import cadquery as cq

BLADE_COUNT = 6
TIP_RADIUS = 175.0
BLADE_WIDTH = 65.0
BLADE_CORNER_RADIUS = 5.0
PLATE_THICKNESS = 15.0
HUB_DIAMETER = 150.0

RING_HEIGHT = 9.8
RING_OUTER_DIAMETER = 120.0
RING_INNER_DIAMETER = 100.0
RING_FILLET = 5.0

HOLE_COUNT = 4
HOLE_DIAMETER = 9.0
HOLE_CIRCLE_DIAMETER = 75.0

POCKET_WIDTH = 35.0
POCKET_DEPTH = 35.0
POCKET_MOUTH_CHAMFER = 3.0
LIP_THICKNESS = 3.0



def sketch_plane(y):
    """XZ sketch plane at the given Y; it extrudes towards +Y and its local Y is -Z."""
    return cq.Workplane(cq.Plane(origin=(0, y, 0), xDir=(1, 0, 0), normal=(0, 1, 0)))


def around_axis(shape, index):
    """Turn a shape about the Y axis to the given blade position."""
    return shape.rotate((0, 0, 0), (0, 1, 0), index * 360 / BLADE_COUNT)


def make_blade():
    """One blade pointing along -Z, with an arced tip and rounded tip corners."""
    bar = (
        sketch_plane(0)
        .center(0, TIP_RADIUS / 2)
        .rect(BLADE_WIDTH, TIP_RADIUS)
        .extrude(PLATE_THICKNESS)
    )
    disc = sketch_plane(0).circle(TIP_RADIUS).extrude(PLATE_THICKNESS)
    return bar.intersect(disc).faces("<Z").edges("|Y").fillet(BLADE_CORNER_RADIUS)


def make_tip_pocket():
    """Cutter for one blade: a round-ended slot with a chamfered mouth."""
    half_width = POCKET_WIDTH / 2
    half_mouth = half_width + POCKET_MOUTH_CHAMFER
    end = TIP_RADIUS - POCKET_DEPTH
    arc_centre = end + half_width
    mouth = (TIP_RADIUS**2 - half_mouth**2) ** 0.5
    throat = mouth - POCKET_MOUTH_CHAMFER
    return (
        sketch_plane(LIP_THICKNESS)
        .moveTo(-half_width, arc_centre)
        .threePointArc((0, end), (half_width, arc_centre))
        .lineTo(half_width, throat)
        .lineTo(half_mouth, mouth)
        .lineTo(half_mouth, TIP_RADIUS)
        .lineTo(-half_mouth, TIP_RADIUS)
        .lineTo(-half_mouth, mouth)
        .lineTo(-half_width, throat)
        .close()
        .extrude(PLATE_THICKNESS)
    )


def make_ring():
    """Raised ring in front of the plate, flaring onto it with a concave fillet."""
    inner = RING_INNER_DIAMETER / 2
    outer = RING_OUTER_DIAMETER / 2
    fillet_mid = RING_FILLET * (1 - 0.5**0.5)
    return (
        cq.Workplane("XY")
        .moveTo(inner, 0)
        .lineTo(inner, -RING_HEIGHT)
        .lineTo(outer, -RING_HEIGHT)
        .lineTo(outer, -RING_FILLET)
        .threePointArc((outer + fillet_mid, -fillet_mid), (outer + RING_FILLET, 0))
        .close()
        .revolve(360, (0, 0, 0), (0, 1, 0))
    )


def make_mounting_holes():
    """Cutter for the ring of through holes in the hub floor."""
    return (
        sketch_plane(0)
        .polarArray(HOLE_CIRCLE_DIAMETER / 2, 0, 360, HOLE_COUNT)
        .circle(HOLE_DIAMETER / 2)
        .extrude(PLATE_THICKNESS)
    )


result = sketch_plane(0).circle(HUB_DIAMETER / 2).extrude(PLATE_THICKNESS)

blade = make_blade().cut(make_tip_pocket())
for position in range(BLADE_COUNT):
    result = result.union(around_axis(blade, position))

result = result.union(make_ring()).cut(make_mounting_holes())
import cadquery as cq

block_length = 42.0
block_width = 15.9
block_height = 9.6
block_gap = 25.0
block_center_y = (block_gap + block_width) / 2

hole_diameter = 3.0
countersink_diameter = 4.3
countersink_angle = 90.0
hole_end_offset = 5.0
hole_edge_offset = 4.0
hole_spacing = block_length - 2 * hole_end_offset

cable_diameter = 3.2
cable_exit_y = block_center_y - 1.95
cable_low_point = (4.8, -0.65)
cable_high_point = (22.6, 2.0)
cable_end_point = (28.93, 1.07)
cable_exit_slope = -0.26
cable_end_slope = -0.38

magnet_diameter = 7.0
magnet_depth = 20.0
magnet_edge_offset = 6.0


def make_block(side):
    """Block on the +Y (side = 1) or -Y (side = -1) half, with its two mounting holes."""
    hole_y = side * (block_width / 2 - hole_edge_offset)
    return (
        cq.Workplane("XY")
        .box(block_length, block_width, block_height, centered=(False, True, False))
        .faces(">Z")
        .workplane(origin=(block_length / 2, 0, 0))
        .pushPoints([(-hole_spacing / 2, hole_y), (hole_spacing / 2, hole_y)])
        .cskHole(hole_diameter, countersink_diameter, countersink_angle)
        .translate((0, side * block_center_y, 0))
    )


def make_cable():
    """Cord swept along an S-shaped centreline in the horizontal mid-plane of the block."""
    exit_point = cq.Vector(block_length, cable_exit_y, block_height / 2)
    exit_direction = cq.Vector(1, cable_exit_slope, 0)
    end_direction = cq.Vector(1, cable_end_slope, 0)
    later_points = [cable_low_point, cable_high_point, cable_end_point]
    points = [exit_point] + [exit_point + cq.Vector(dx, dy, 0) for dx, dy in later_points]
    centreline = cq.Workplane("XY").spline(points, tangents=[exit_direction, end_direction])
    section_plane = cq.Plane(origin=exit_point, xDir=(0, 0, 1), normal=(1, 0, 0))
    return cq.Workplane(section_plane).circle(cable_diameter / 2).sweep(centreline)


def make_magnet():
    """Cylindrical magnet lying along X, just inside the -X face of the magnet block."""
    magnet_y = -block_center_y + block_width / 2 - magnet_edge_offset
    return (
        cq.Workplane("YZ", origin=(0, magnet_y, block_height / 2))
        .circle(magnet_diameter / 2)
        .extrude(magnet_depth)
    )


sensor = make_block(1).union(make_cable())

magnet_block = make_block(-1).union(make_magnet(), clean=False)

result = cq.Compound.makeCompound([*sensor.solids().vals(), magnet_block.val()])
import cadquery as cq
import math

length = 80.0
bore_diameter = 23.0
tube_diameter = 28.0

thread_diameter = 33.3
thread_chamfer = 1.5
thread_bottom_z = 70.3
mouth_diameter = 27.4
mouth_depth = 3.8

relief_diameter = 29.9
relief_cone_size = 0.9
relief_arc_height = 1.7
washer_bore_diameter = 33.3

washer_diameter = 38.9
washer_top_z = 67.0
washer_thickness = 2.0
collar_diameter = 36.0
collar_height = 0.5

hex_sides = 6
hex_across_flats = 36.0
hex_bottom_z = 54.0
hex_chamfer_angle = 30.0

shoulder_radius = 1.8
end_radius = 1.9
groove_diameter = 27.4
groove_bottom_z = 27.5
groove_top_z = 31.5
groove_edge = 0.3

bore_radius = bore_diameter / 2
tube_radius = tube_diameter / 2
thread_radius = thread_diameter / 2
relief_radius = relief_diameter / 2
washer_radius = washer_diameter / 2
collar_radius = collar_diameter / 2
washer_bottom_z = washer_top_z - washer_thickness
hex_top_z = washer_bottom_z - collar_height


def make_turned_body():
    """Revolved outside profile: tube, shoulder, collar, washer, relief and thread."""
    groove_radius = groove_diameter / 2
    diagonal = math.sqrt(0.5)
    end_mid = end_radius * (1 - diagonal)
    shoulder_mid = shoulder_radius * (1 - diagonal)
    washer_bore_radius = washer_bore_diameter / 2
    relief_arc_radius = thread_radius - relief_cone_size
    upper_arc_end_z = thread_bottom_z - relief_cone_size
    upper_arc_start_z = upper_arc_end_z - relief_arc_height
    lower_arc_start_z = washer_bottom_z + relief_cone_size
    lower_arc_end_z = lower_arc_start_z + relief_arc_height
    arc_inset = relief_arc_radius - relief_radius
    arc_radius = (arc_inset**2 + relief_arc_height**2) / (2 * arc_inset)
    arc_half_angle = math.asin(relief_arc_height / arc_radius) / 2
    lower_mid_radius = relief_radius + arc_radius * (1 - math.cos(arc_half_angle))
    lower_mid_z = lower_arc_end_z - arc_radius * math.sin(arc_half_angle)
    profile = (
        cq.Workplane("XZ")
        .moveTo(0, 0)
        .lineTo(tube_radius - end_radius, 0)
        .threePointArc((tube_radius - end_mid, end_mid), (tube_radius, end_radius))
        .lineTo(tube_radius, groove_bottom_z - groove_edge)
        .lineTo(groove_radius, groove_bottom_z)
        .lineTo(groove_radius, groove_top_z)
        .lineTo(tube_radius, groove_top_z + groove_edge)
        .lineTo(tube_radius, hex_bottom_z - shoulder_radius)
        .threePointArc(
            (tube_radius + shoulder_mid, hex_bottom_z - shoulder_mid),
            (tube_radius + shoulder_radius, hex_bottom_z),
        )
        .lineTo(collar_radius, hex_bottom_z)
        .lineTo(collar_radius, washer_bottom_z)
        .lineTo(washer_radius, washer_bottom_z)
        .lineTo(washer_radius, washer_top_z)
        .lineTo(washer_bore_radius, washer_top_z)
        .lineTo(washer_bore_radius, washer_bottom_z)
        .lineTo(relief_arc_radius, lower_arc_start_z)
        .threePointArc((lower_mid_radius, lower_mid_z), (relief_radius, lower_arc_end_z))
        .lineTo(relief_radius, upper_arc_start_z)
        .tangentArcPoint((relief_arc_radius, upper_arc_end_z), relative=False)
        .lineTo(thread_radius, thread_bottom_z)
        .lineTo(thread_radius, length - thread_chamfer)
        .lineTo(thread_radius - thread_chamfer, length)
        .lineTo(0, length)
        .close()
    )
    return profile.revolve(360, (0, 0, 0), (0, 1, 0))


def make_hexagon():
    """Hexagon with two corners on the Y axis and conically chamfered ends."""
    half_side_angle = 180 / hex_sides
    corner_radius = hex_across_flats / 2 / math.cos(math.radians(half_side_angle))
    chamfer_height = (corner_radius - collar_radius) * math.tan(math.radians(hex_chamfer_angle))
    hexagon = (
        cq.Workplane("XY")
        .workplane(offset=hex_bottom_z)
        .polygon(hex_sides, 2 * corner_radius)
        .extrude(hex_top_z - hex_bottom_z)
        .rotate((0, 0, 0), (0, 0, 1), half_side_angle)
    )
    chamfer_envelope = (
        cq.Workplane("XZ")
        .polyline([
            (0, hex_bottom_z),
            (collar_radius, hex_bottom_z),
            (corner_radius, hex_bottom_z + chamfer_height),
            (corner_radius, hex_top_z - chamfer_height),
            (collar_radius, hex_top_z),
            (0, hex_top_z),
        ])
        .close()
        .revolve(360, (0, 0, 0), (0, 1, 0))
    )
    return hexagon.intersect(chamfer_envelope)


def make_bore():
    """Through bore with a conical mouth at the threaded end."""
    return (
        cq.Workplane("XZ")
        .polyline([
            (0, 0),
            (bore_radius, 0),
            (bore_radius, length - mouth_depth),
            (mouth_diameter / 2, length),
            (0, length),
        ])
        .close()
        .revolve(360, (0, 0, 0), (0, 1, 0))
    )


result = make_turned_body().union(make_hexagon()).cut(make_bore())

ACTIVITY :: From the lines above, copy those that contain the word "normal".

SOLUTION BELOW ::
    return cq.Workplane(cq.Plane(origin=(0, y, 0), xDir=(1, 0, 0), normal=(0, 1, 0)))
    section_plane = cq.Plane(origin=exit_point, xDir=(0, 0, 1), normal=(1, 0, 0))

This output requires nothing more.